• [What is being asked]:
Using the entries below, copy out all lines where "again" is found.

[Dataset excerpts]
----------------------------------------
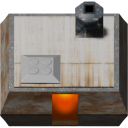
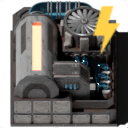
Before/after of a 128 × 128 layered artwork. What changed in the layer stack:
added layer "Ebene" above "electric-foundry.png" over [92, 5, 121, 57]
painted on "electric-foundry.png" over [0, 0, 128, 128]
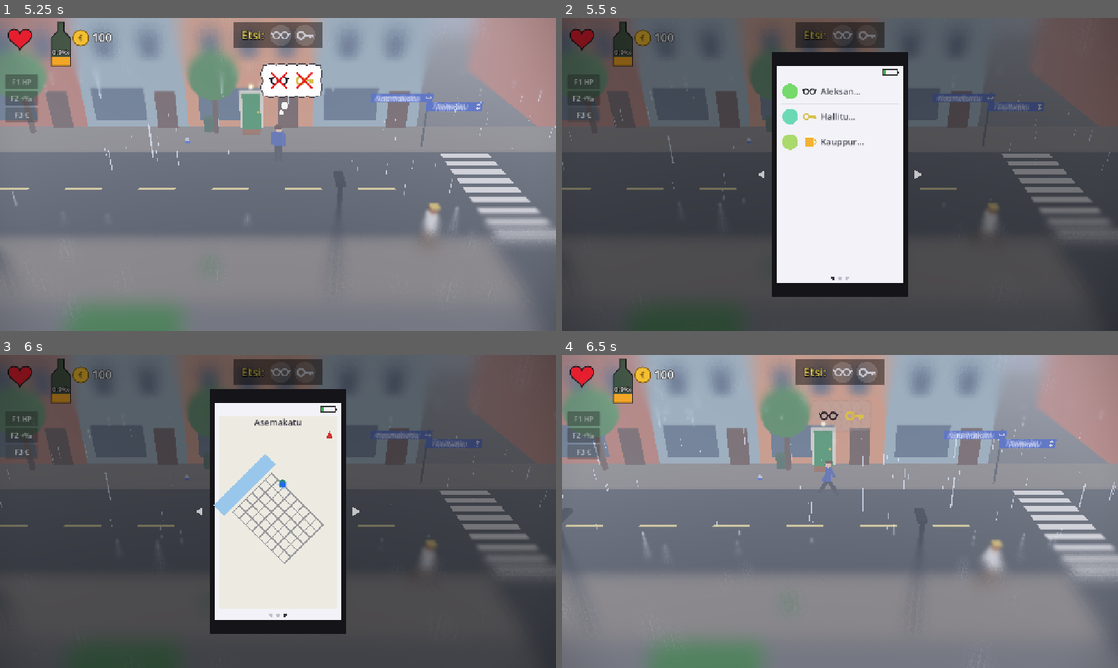
Above: before the commit, frames 1-4 (two rows, left to right).
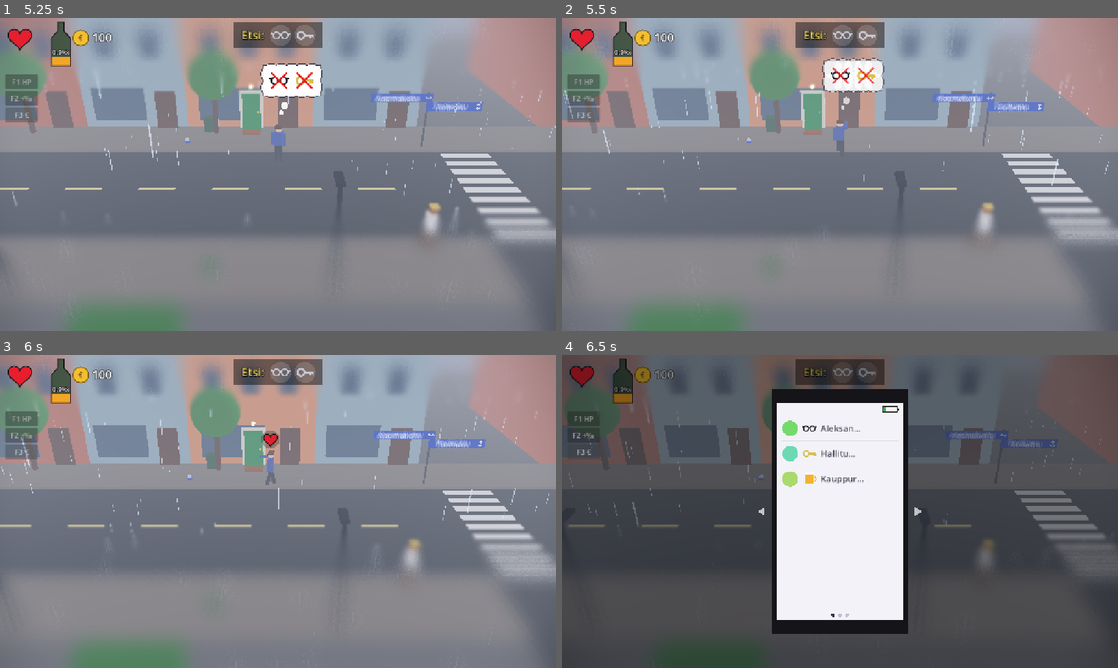
Above: after the commit, the same moments.

Repository: Ecculi/GoodMorningMoonshine
Game: Godot game, scene res://scenes/main.tscn
Same seed, same stepped clock (60 frames per second), same inputs: the game is played once before the commit and once after it.
Inputs:
- Up to frame 1 (5.25 s): click "F1 HP" at 0.5 s; click "F2 +‰" at 1.25 s; click "F3 €" at 2 s; tap Enter at 2.75 s; hold Right (move_right) 2.78-3.53 s; hold Space (action) 2.78-3.53 s; tap P (phone) at 3.05, 3.6, 4.55, 5.1 s; hold Down (move_down) 3.53-4.28 s; tap Space (action) at 3.8 s; hold Right (move_right) 4.28-5.03 s; hold Space (action) 4.28-5.03 s; hold Up (move_up) from 5.03 s (still down)
- Up to frame 2 (5.5 s): keep holding Up (move_up); tap Space (action) at 5.3 s
- Up to frame 3 (6 s): release Up (move_up) at 5.78 s; hold Left (move_left) from 5.78 s (still down); tap Z at 5.85 s
- Up to frame 4 (6.5 s): keep holding Left (move_left); tap P (phone) at 6.05 s

Frame 1 is identical in both runs. In frame 2, 99% of the frame differs, in the area x 0-100%, y 0-100%; in frame 3, 100%; in frame 4, 100%.

Commit message:
Phone has its own button; up/down + action combos removed
On screen: a small phone button above the action button. Keyboard P/Tab,
gamepad Y. The same button opens and closes the phone.

Co-Authored-By: Claude Opus 5.5 <noreply@anthropic.com>
Claude-Session: https://claude.ai/code/session_014p1PebUFuQA4D9T8dUNWSx

Diff:
--- a/scripts/main.gd
+++ b/scripts/main.gd
@@ -456,10 +456,8 @@
 			elif Input.is_action_just_pressed("move_right"):
 				phone_page = (phone_page + 1) % 3
 			GameState.battery = maxf(0.0, GameState.battery - PHONE_DRAIN[phone_page] * delta)
-			# Close: down + action in either order, or the phone key again.
-			var close := (Input.is_action_just_pressed("action") and Input.is_action_pressed("move_down")) \
-				or (Input.is_action_just_pressed("move_down") and Input.is_action_pressed("action")) \
-				or Input.is_action_just_pressed("phone")
+			# Close with the phone button again.
+			var close := Input.is_action_just_pressed("phone")
 			if close:
 				_close_modal()
 			elif GameState.battery <= 0.0:
--- a/scripts/player.gd
+++ b/scripts/player.gd
@@ -578,24 +578,15 @@
 		if not Input.is_action_pressed("action"):
 			_block_action = false
 		return
-	# Phone: up + action in either order, or the phone key (P / Tab).
+	# Phone: its own button (P / Tab, gamepad Y, phone button on screen).
 	if Input.is_action_just_pressed("phone"):
 		main.open_phone()
 		_press_time = -1.0
 		return
 	if Input.is_action_just_pressed("action"):
-		if Input.is_action_pressed("move_up"):
-			main.open_phone()
-			_press_time = -1.0
-			return
 		_press_time = 0.0
 		aim = Vector2(facing, 0)
 	if _press_time < 0.0:
-		return
-	if _press_time < LONG_PRESS and Input.is_action_just_pressed("move_up"):
-		main.open_phone()
-		_press_time = -1.0
-		_block_action = true
 		return
 	_press_time += delta
 	if Input.is_action_pressed("action"):
--- a/scripts/touch_controls.gd
+++ b/scripts/touch_controls.gd
@@ -5,6 +5,7 @@
 
 const DPAD_RADIUS := 46
 const ACTION_RADIUS := 72
+const PHONE_RADIUS := 36
 
 var _buttons := {}
 
@@ -16,6 +17,7 @@
 	_add("move_up", DPAD_RADIUS, Vector2.UP)
 	_add("move_down", DPAD_RADIUS, Vector2.DOWN)
 	_add("action", ACTION_RADIUS, Vector2.ZERO)
+	_add("phone", PHONE_RADIUS, Vector2.ZERO, true)
 	get_viewport().size_changed.connect(_layout)
 	_layout()
 
@@ -28,18 +30,19 @@
 	_place("move_up", c + Vector2(0, -100))
 	_place("move_down", c + Vector2(0, 100))
 	_place("action", Vector2(s.x - 170, s.y - 170))
+	_place("phone", Vector2(s.x - 110, s.y - 320))
 
 
-func _add(action: String, radius: int, arrow: Vector2) -> void:
+func _add(action: String, radius: int, arrow: Vector2, phone_icon := false) -> void:
 	var b := TouchScreenButton.new()
-	b.texture_normal = _circle_texture(radius, Color(0.1, 0.1, 0.12, 0.35), arrow)
-	b.texture_pressed = _circle_texture(radius, Color(1, 1, 1, 0.35), arrow)
+	b.texture_normal = _circle_texture(radius, Color(0.1, 0.1, 0.12, 0.35), arrow, phone_icon)
+	b.texture_pressed = _circle_texture(radius, Color(1, 1, 1, 0.35), arrow, phone_icon)
 	var shape := CircleShape2D.new()
 	shape.radius = radius
 	b.shape = shape
 	b.shape_centered = true
 	b.action = action
-	b.passby_press = action != "action"
+	b.passby_press = action.begins_with("move_")
 	b.visibility_mode = TouchScreenButton.VISIBILITY_TOUCHSCREEN_ONLY
 	add_child(b)
 	_buttons[action] = b
@@ -50,7 +53,7 @@
 	b.position = center - b.texture_normal.get_size() * 0.5
 
 
-func _circle_texture(radius: int, col: Color, arrow: Vector2) -> ImageTexture:
+func _circle_texture(radius: int, col: Color, arrow: Vector2, phone_icon := false) -> ImageTexture:
 	var size := radius * 2
 	var img := Image.create_empty(size, size, false, Image.FORMAT_RGBA8)
 	var c := Vector2(radius, radius)
@@ -71,5 +74,12 @@
 				px = Color(1, 1, 1, 0.6)
 			elif tri.size() == 3 and Geometry2D.is_point_in_polygon(pt, tri):
 				px = Color(1, 1, 1, 0.8)
+			elif phone_icon:
+				# A little phone: rounded rectangle outline with a screen.
+				var q := pt - c
+				var body := absf(q.x) < radius * 0.32 and absf(q.y) < radius * 0.55
+				var screen := absf(q.x) < radius * 0.22 and q.y > -radius * 0.42 and q.y < radius * 0.32
+				if body and not screen:
+					px = Color(1, 1, 1, 0.85)
 			img.set_pixel(x, y, px)
 	return ImageTexture.create_from_image(img)
Not shown, changed: DESIGN.md
----------------------------------------
• [Answer to this task]:
-			# Close: down + action in either order, or the phone key again.
+			# Close with the phone button again.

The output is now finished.